A Goldman Sachs Group Inc. logo hangs on the floor of the New York Stock Exchange in New York, U.S., on Wednesday, May 19, 2010.

Daniel Acker | Bloomberg | Getty Images

Goldman Sachs is close to announcing that it’s the first major U.S. bank to trade an over-the-counter crypto transaction, CNBC has learned. Goldman traded a bitcoin-linked instrument called a non-deliverable option with crypto merchant bank Galaxy Digital, according to the two firms. CNBC’s Hugh Son reports that the move is seen as a notable step in the development of crypto markets for institutional investors. Hedge funds have been seeking derivative exposure to bitcoin.

3. Boeing passenger jet crashes in China with 132 people on board

China’s civil aviation authority said a Boeing 737-800 jet operated by China Eastern Airlines crashed Monday in the southern region of Guangxi. There was no immediate word on the fate of the 123 passengers and nine crew members. Boeing told The Associated Press that it’s aware of the initial reports of the crash and was “working to gather more information.” The incident comes as the company has been trying to recover its reputation after a number of major crashes in recent years.

4. Biden adds Poland stop; Mariupol rejects surrender demand

U.S. President Joe Biden speaks during a meeting about ARPA-H, a health research agency that seeks to accelerate progress on curing cancer and additional health innovations, in the South Court Auditorium on the White House complex, in Washington, March 18, 2022.

Al Drago | Reuters

President Joe Biden has added a stop in Poland to his trip this week to Europe for urgent talks with NATO and European allies about Russia’s offensive in Ukraine. Poland, a crucial ally in the Ukraine crisis, is hosting thousands of American troops and taking in more Ukrainian refugee than any other nation.
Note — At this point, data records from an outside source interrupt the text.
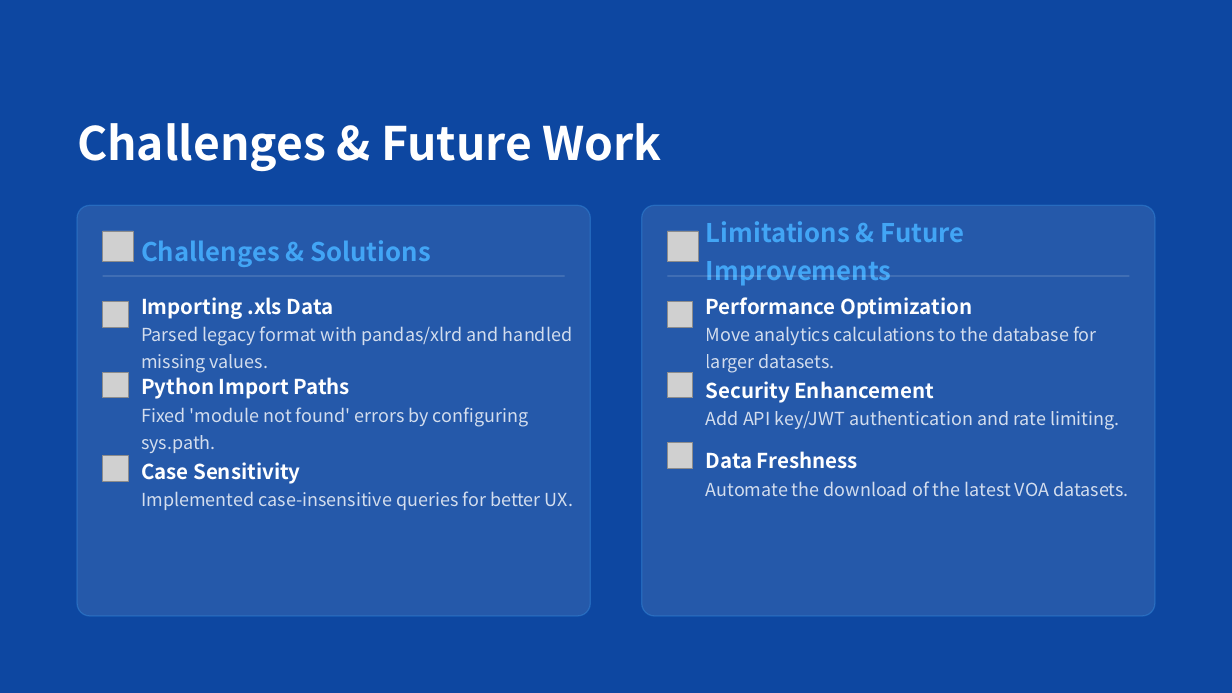
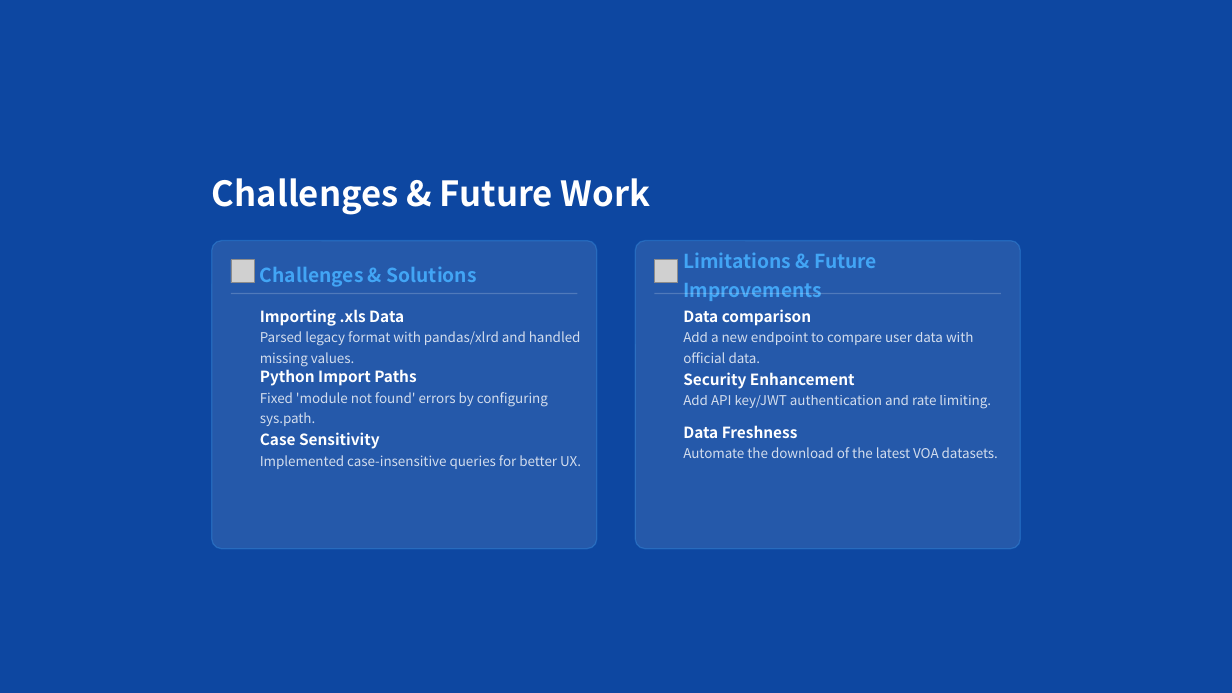
Before and after one commit to xuxiangyi541/COMP3011-Rental-Insight-API, a slide deck: slide 7 of docs/Rental_Insights_API_PPT.pptx. Drawn at 1232x693 pixels with LibreOffice and Linux fonts; fonts in the diff are those of the drawing; grey boxes stand for pictures; background and template pictures are left out. Boxes give left, top, right and bottom in pixels: in the first picture for what was removed or moved away, otherwise in the second. Text is boxed around its words. In the diff, an @@ line names an element or a change of style, - is before the commit and + after.

```diff
--- a/docs/Rental_Insights_API_PPT.pptx
+++ b/docs/Rental_Insights_API_PPT.pptx
@@ rounded rectangle: place and size @@
-rounded rectangle at [0, 0, 1232, 693]
+rounded rectangle at [154, 87, 1079, 606]
@@ text "Challenges & Future Work": place and size @@
-text "Challenges & Future Work" at [77, 123, 662, 172]
+text "Challenges & Future Work" at [212, 178, 650, 215]
@@ text "Challenges & Future Work" at [212, 178, 650, 215]: size 36 to 27 pt @@
@@ rounded rectangle: place and size @@
-rounded rectangle at [77, 205, 591, 616]
+rounded rectangle at [212, 240, 597, 548]
@@ picture: place and size @@
-picture at [103, 231, 133, 262]
+picture at [231, 260, 254, 283]
@@ text "Challenges & Solutions": place and size @@
-text "Challenges & Solutions" at [141, 240, 430, 267]
+text "Challenges & Solutions" at [260, 267, 477, 287]
@@ text "Challenges & Solutions" at [260, 267, 477, 287]: size 20 to 15 pt @@
@@ rounded rectangle: place and size @@
-rounded rectangle at [641, 205, 1155, 616]
+rounded rectangle at [636, 240, 1021, 548]
@@ picture: place and size @@
-picture at [667, 231, 698, 262]
+picture at [654, 260, 677, 283]
@@ text "Limitations & Future Improvements" at [683, 253, 877, 301]: size 20 to 15 pt @@
@@ text "Limitations & Future Improvements": place and size @@
-text "Limitations & Future Improvements" at [706, 221, 965, 285]
+text "Limitations & Future Improvements" at [683, 253, 877, 301]
@@ line moved from (103, 276) - (565, 276) to (231, 294) - (578, 294) @@
@@ line moved from (667, 276) - (1129, 276) to (654, 294) - (1001, 294) @@
@@ picture removed at [103, 301, 128, 327] @@
@@ text "Importing .xls Data": place and size @@
-text "Importing .xls Data" at [141, 297, 572, 373]
+text "Importing .xls Data" at [260, 309, 581, 366]
@@ text "Importing .xls Data" at [260, 309, 581, 366]: size 16 to 12 pt in "Importing .xls Data"; size 14 to 10.5 pt in "Parsed legacy format with pandas/xlrd and handled ..." @@
@@ picture removed at [667, 301, 693, 327] @@
@@ text at [683, 309, 974, 363]: text changed; size 14 to 10.5 pt @@
-Performance Optimization
-Move analytics calculations to the database for larger datasets.
+Data comparison
+Add a new endpoint to compare user data with official data.
@@ picture removed at [103, 372, 128, 398] @@
@@ text "Python Import Paths": place and size @@
-text "Python Import Paths" at [141, 377, 529, 453]
+text "Python Import Paths" at [260, 369, 548, 426]
@@ text "Python Import Paths" at [260, 369, 548, 426]: size 16 to 12 pt in "Python Import Paths"; size 14 to 10.5 pt in "Fixed 'module not found' errors by configuring ..." @@
@@ picture removed at [667, 372, 693, 398] @@
@@ text "Security Enhancement": place and size @@
-text "Security Enhancement" at [706, 381, 1120, 430]
+text "Security Enhancement" at [683, 372, 991, 409]
@@ text "Security Enhancement" at [683, 372, 991, 409]: size 16 to 12 pt in "Security Enhancement"; size 14 to 10.5 pt in "Add API key/JWT authentication and rate limiting." @@
@@ text "Data Freshness": place and size @@
-text "Data Freshness" at [706, 451, 1129, 496]
+text "Data Freshness" at [683, 425, 998, 458]
@@ text "Data Freshness" at [683, 425, 998, 458]: size 16 to 12 pt in "Data Freshness"; size 14 to 10.5 pt in "Automate the download of the latest VOA ..." @@
@@ text "Case Sensitivity": place and size @@
-text "Case Sensitivity" at [141, 462, 573, 510]
+text "Case Sensitivity" at [260, 432, 581, 469]
@@ text "Case Sensitivity" at [260, 432, 581, 469]: size 16 to 12 pt in "Case Sensitivity"; size 14 to 10.5 pt in "Implemented case-insensitive queries for better UX." @@
@@ picture removed at [667, 443, 693, 469] @@
@@ picture removed at [103, 456, 128, 482] @@
```
Also in this commit, not shown: 7 other slides changed, 2 other files.

White House officials have said Biden has no plans to travel to Ukraine.

Civilians trapped in Mariupol city under Russian attacks, are evacuated in groups under the control of pro-Russian separatists, through other cities, in Mariupol, Ukraine on March 20, 2022.

Stringer | Anadolu Agency | Getty Images

Ukrainian officials on Monday rejected a Russian demand for a surrender in Mariupol in exchange for safe passage out of the besieged strategic port city. In the capital Kyiv, Russian shelling devastated a shopping center near the city center. Britain’s Defense Ministry said Monday that Ukraine’s resistance had kept the bulk of Russian forces more than 15 miles from the center of Kyiv.

5. Justice Clarence Thomas hospitalized; Biden Supreme Court pick hearing

The US Supreme Court in Washington, DC, on March 9, 2022.

Stefani Reynolds | AFP | Getty Images

Supreme Court Justice Clarence Thomas has been hospitalized since Friday due to an infection. The court provided no additional details about the infection, but said Thomas was being treated with antibiotics and his “flu-like symptoms” were abating. Thomas, among the 6-3 conservative majority, plans to participate in the cases this week even if he misses the arguments, the court said.

  • The announcement about the 73-year-old’s hospitalization came as the Senate Judiciary Committee prepared to begin confirmation hearings Monday for Ketanji Brown Jackson. The 51-year-old judge is Biden’s pick to succeed retiring liberal justice Stephen Breyer.

— CNBC reporters Vicky McKeever, Fred Imbert, Evelyn Cheng and Karen Gilchrist as well as The Associated Press contributed to this report.